El álbum no tuvo éxito y dentro del grupo tampoco era aceptado. Era muy costoso para llevarlo de gira. Pero fue muy influyente para el rock psicodélico, la música progresiva e incluso el art rock. Fue lanzado en mayo de 1966 e hizo el camino mucho más fácil para “Sgt. Peppers”.

Un mes antes, en abril, salió el “Aftermath” de Los Rolling Stones, un álbum que también significó un cambio importante en el grupo. Era el primero que incluía solamente canciones propias de Keith Richards y Mick Jagger. 14 temas en total, forzando la capacidad del vinilo. Brian Jones experimentó con todo tipo de instrumentos, desde el salterio a las marimbas, xilófono, saxo y otros más. El álbum incluía varios éxitos, entre ellos “Under My Thumb” y “Out of Time”, pero también temas que anticipaban el camino que los Stones iban a tomar, como la improvisación “Going Home”, de 11 minutos, un blues que puede equipararse a los temas del “Exile on Main Street”, de 1972.

La versión americana del álbum fue lanzada en julio. Aunque tenía menos temas, incluía una joya: “Paint it Black”, una canción oscura, donde Jones se luce en el sitar, y Charly Watts casi perfora los tambores.

Por su parte, Bob Dylan también se animaba con una canción de 11 minutos, “Sad-eyed Lady of the Lowlands”, que ocupaba todo un lado de su álbum “Blonde on Blonde”, lanzado en junio de 1966, el primer doble del rock, publicado semanas antes del “Freak Out!” de Frank Zappa and The Mothers of Invention, también editado en dos vinilos.

Blonde on Blonde” presenta a un Bob Dylan en estado de gracia, con canciones surrealistas traducidas en baladas tristes, blues furiosos, rock palpitante, pero, sobre todo, mucho country. Fue grabado en Nashville, con músicos locales que le dieron el clima local al álbum. Un álbum que rompía esquemas desde la portada, que mostraba a Dylan fuera de foco.

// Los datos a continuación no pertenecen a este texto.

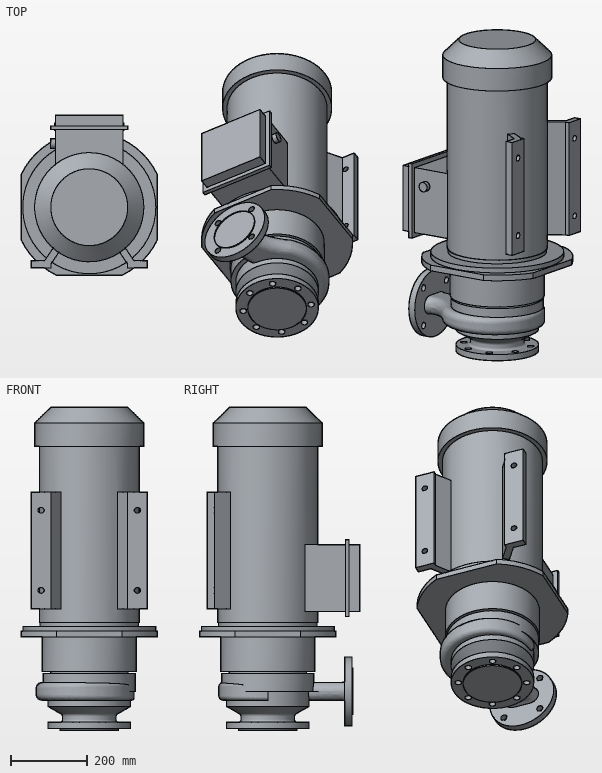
import cadquery as cq
import math

total_height = 849.0
mounting_face_z = 261.0

suction_raised_radius = 77.0
raised_face_height = 4.0
suction_flange_radius = 109.0
suction_flange_top_z = 21.0
suction_bolt_circle_radius = 90.0
suction_bolt_count = 8
bolt_hole_radius = 8.5
neck_radius = 70.5
neck_lower_fillet = 7.0
neck_upper_fillet = 8.5
neck_straight_top_z = 36.0
cone_angle = math.radians(60)

casing_step_z = 102.0
casing_radius = 121.0
casing_top_z = 149.0
groove_radius = 102.0
lantern_bottom_z = 154.5
lantern_radius = 124.0
plate_bottom_z = 245.0
plate_radius = 199.0
plate_width = 358.0

volute_bottom_z = 79.0
volute_top_z = 126.0
volute_height = volute_top_z - volute_bottom_z
volute_mid_z = (volute_top_z + volute_bottom_z) / 2
volute_inner_radius = 51.0
volute_start_radius = 118.0
volute_end_radius = 145.0
volute_start_rounding = 8.0
volute_end_rounding = 18.0
run_out_rounding = 21.0
volute_end_angle = 225
volute_section_count = 6
volute_run_out = 51.0
sliver = 1.0

discharge_width = 92.0
discharge_flare = 2.0
flare_start_y = 193.5
discharge_flange_y = 202.0
discharge_flange_thickness = 19.5
discharge_flange_radius = 91.0
discharge_raised_radius = 61.0
discharge_raised_height = 2.5
discharge_bolt_circle_radius = 72.0
discharge_bolt_count = 4

motor_flange_radius = 175.0
motor_flange_top_z = 273.0
motor_neck_radius = 130.0
motor_neck_top_z = 283.5
motor_radius = 132.0
cap_bottom_z = 746.0
cap_radius = 143.5
cap_cone_z = 807.0
cap_top_radius = 101.0

box_width = 177.5
box_bottom_z = 312.0
box_top_z = 488.0
box_front_y = 242.0
box_mid_z = (box_bottom_z + box_top_z) / 2
rim_overhang = 13.0
rim_back_y = 204.0
rim_thickness = 10.0
gland_radius = 13.0
gland_length = 13.0
gland_y = 167.0
gland_z = 443.0

foot_bottom_z = 319.0
foot_top_z = 626.0
foot_inner_x = 100.0
foot_outer_x = 153.0
foot_front_y = -160.0
foot_back_y = -140.0
web_thickness = 19.0
web_angle = math.radians(56)
foot_hole_x = 126.5
foot_hole_radius = 8.0
foot_hole_heights = (368.0, 578.0)


def cylinder(radius, bottom_z, top_z):
    return cq.Workplane().workplane(offset=bottom_z).circle(radius).extrude(top_z - bottom_z)


def bolt_angles(count):
    """Angles of evenly spaced bolts that straddle the main axes."""
    return [2 * math.pi * (i + 0.5) / count for i in range(count)]


def make_pump_core():
    """Turned part of the pump, from the suction face up to the lantern."""
    arc_end_radius = neck_radius + neck_upper_fillet * (1 - math.cos(cone_angle))
    arc_end_z = neck_straight_top_z + neck_upper_fillet * math.sin(cone_angle)
    arc_mid_radius = neck_radius + neck_upper_fillet * (1 - math.cos(cone_angle / 2))
    arc_mid_z = neck_straight_top_z + neck_upper_fillet * math.sin(cone_angle / 2)
    cone_top_z = arc_end_z + (suction_flange_radius - arc_end_radius) / math.tan(cone_angle)
    neck_bottom_z = suction_flange_top_z + neck_lower_fillet
    profile = (
        cq.Workplane("XZ")
        .moveTo(0, 0)
        .lineTo(suction_raised_radius, 0)
        .lineTo(suction_raised_radius, raised_face_height)
        .lineTo(suction_flange_radius, raised_face_height)
        .lineTo(suction_flange_radius, suction_flange_top_z)
        .lineTo(neck_radius + neck_lower_fillet, suction_flange_top_z)
        .radiusArc((neck_radius, neck_bottom_z), neck_lower_fillet)
        .lineTo(neck_radius, neck_straight_top_z)
        .threePointArc((arc_mid_radius, arc_mid_z), (arc_end_radius, arc_end_z))
        .lineTo(suction_flange_radius, cone_top_z)
        .lineTo(suction_flange_radius, casing_step_z)
        .lineTo(casing_radius, casing_step_z)
        .lineTo(casing_radius, casing_top_z)
        .lineTo(groove_radius, casing_top_z)
        .lineTo(groove_radius, lantern_bottom_z)
        .lineTo(lantern_radius, lantern_bottom_z)
        .lineTo(lantern_radius, plate_bottom_z)
        .lineTo(0, plate_bottom_z)
        .close()
    )
    return profile.revolve(360, (0, 0, 0), (0, 1, 0))


def make_suction_bolt_holes():
    centres = [
        (suction_bolt_circle_radius * math.cos(a), suction_bolt_circle_radius * math.sin(a))
        for a in bolt_angles(suction_bolt_count)
    ]
    return cq.Workplane().pushPoints(centres).circle(bolt_hole_radius).extrude(suction_flange_top_z)


def make_mounting_plate():
    """Round plate with four flats."""
    disc = cylinder(plate_radius, plate_bottom_z, mounting_face_z)
    square = cq.Workplane().rect(plate_width, plate_width).extrude(mounting_face_z)
    return disc.intersect(square)


def rounded_section(plane, width, height, rounding):
    """Closed rectangle with round corners, centred on the plane's origin."""
    x, y = width / 2, height / 2
    xi, yi = x - rounding, y - rounding
    return (
        cq.Workplane(plane)
        .moveTo(-xi, -y)
        .lineTo(xi, -y)
        .radiusArc((x, -yi), -rounding)
        .lineTo(x, yi)
        .radiusArc((xi, y), -rounding)
        .lineTo(-xi, y)
        .radiusArc((-x, yi), -rounding)
        .lineTo(-x, -yi)
        .radiusArc((-xi, -y), -rounding)
        .close()
        .val()
    )


def scroll_rounding(fraction):
    """Corner rounding of the scroll at a fraction of its sweep."""
    return volute_start_rounding + (volute_end_rounding - volute_start_rounding) * fraction


def volute_section(fraction, rounding, run_out=0):
    """Radial section of the scroll at a fraction of its sweep, moved onward by run_out."""
    angle = math.radians(volute_end_angle * fraction)
    outer_radius = volute_start_radius + (volute_end_radius - volute_start_radius) * fraction
    mid_radius = (outer_radius + volute_inner_radius) / 2
    outward = (math.cos(angle), -math.sin(angle), 0)
    onward = (-math.sin(angle), -math.cos(angle), 0)
    centre_x = mid_radius * outward[0] + run_out * onward[0]
    centre_y = mid_radius * outward[1] + run_out * onward[1]
    plane = cq.Plane((centre_x, centre_y, volute_mid_z), outward, onward)
    return rounded_section(plane, outer_radius - volute_inner_radius, volute_height, rounding)


def discharge_section(y, growth):
    """Round-ended section of the discharge pipe, widened all round by growth."""
    plane = cq.Plane((0, y, volute_mid_z), (-1, 0, 0), (0, 1, 0))
    height = volute_height + 2 * growth
    return rounded_section(plane, discharge_width + 2 * growth, height, (height - sliver) / 2)


def make_volute():
    """Scroll that grows around the casing and runs out to the discharge flange."""
    fractions = [i / (volute_section_count - 1) for i in range(volute_section_count)]
    sections = [volute_section(fraction, scroll_rounding(fraction)) for fraction in fractions]
    run_out_end = volute_section(1, run_out_rounding, volute_run_out)
    pipe_end = discharge_section(flare_start_y, 0)
    flare_end = discharge_section(discharge_flange_y, discharge_flare)
    scroll = cq.Solid.makeLoft(sections)
    discharge_pipe = cq.Solid.makeLoft([sections[-1], run_out_end, pipe_end])
    flare = cq.Solid.makeLoft([pipe_end, flare_end], True)
    return cq.Workplane(scroll).union(cq.Workplane(discharge_pipe)).union(cq.Workplane(flare))


def make_discharge_flange():
    plane = cq.Plane((0, discharge_flange_y, volute_mid_z), (-1, 0, 0), (0, 1, 0))
    bolts = [
        (discharge_bolt_circle_radius * math.cos(a), discharge_bolt_circle_radius * math.sin(a))
        for a in bolt_angles(discharge_bolt_count)
    ]
    disc = cq.Workplane(plane).circle(discharge_flange_radius).extrude(discharge_flange_thickness)
    holes = (
        cq.Workplane(plane).pushPoints(bolts).circle(bolt_hole_radius).extrude(discharge_flange_thickness)
    )
    raised_face = (
        cq.Workplane(plane)
        .circle(discharge_raised_radius)
        .extrude(discharge_flange_thickness + discharge_raised_height)
    )
    return disc.cut(holes).union(raised_face)


def make_pump():
    return (
        make_pump_core()
        .cut(make_suction_bolt_holes())
        .union(make_mounting_plate())
        .union(make_volute())
        .union(make_discharge_flange())
    )


def make_motor_barrel():
    """Turned part of the motor, with its flange and its conical fan cap."""
    flange = cylinder(motor_flange_radius, mounting_face_z, motor_flange_top_z)
    neck = cylinder(motor_neck_radius, motor_flange_top_z, motor_neck_top_z)
    barrel = cylinder(motor_radius, motor_neck_top_z, cap_bottom_z)
    cap = (
        cq.Workplane("XZ")
        .moveTo(0, cap_bottom_z)
        .lineTo(cap_radius, cap_bottom_z)
        .lineTo(cap_radius, cap_cone_z)
        .lineTo(cap_top_radius, total_height)
        .lineTo(0, total_height)
        .close()
        .revolve(360, (0, 0, 0), (0, 1, 0))
    )
    return flange.union(neck).union(barrel).union(cap)


def box_slab(width, height, back_y, front_y):
    """Block centred on the terminal box, between two Y positions."""
    depth = front_y - back_y
    centre = (0, (back_y + front_y) / 2, box_mid_z)
    return cq.Workplane().box(width, depth, height).translate(centre)


def make_terminal_box():
    height = box_top_z - box_bottom_z
    box = box_slab(box_width, height, 0, box_front_y)
    rim = box_slab(
        box_width + 2 * rim_overhang, height + 2 * rim_overhang, rim_back_y, rim_back_y + rim_thickness
    )
    gland_plane = cq.Plane((-box_width / 2, gland_y, gland_z), (0, 1, 0), (-1, 0, 0))
    gland = cq.Workplane(gland_plane).circle(gland_radius).extrude(gland_length)
    return box.union(rim).union(gland)


def make_right_foot():
    """Foot pad with a slanted web that reaches into the barrel; the +X one of the pair."""
    slope = math.tan(web_angle)
    web_inner_y = -foot_inner_x * slope
    offset_x = web_thickness / math.sin(web_angle)
    web_root_y = -motor_radius / 2
    web_root_x = -web_root_y / slope
    foot = (
        cq.Workplane()
        .workplane(offset=foot_bottom_z)
        .moveTo(foot_inner_x, foot_front_y)
        .lineTo(foot_outer_x, foot_front_y)
        .lineTo(foot_outer_x, foot_back_y)
        .lineTo(-foot_back_y / slope + offset_x, foot_back_y)
        .lineTo(web_root_x + offset_x, web_root_y)
        .lineTo(web_root_x, web_root_y)
        .lineTo(foot_inner_x, web_inner_y)
        .close()
        .extrude(foot_top_z - foot_bottom_z)
    )
    hole_centres = [(foot_hole_x, z) for z in foot_hole_heights]
    holes = (
        cq.Workplane("XZ", origin=(0, foot_back_y, 0))
        .pushPoints(hole_centres)
        .circle(foot_hole_radius)
        .extrude(foot_back_y - foot_front_y)
    )
    return foot.cut(holes)


def make_motor():
    right_foot = make_right_foot()
    left_foot = right_foot.mirror("YZ")
    return make_motor_barrel().union(make_terminal_box()).union(right_foot).union(left_foot)


pump = make_pump()
motor = make_motor()

result = cq.Compound.makeCompound([pump.solids().val(), motor.solids().val()])

1966, un año glorioso que también vio nacer a otras joyas: “Face to Face”, de The Kinks; “The Psychedelic Sounds of the 13th Floor Elevators”; “John Mayall’s Blues Breakers with Eric Clapton, “Roger the Engineer”, de The Yardbirds. Cada uno diferente en su estilo y que afianzaban al rock como medio de expresión artístico.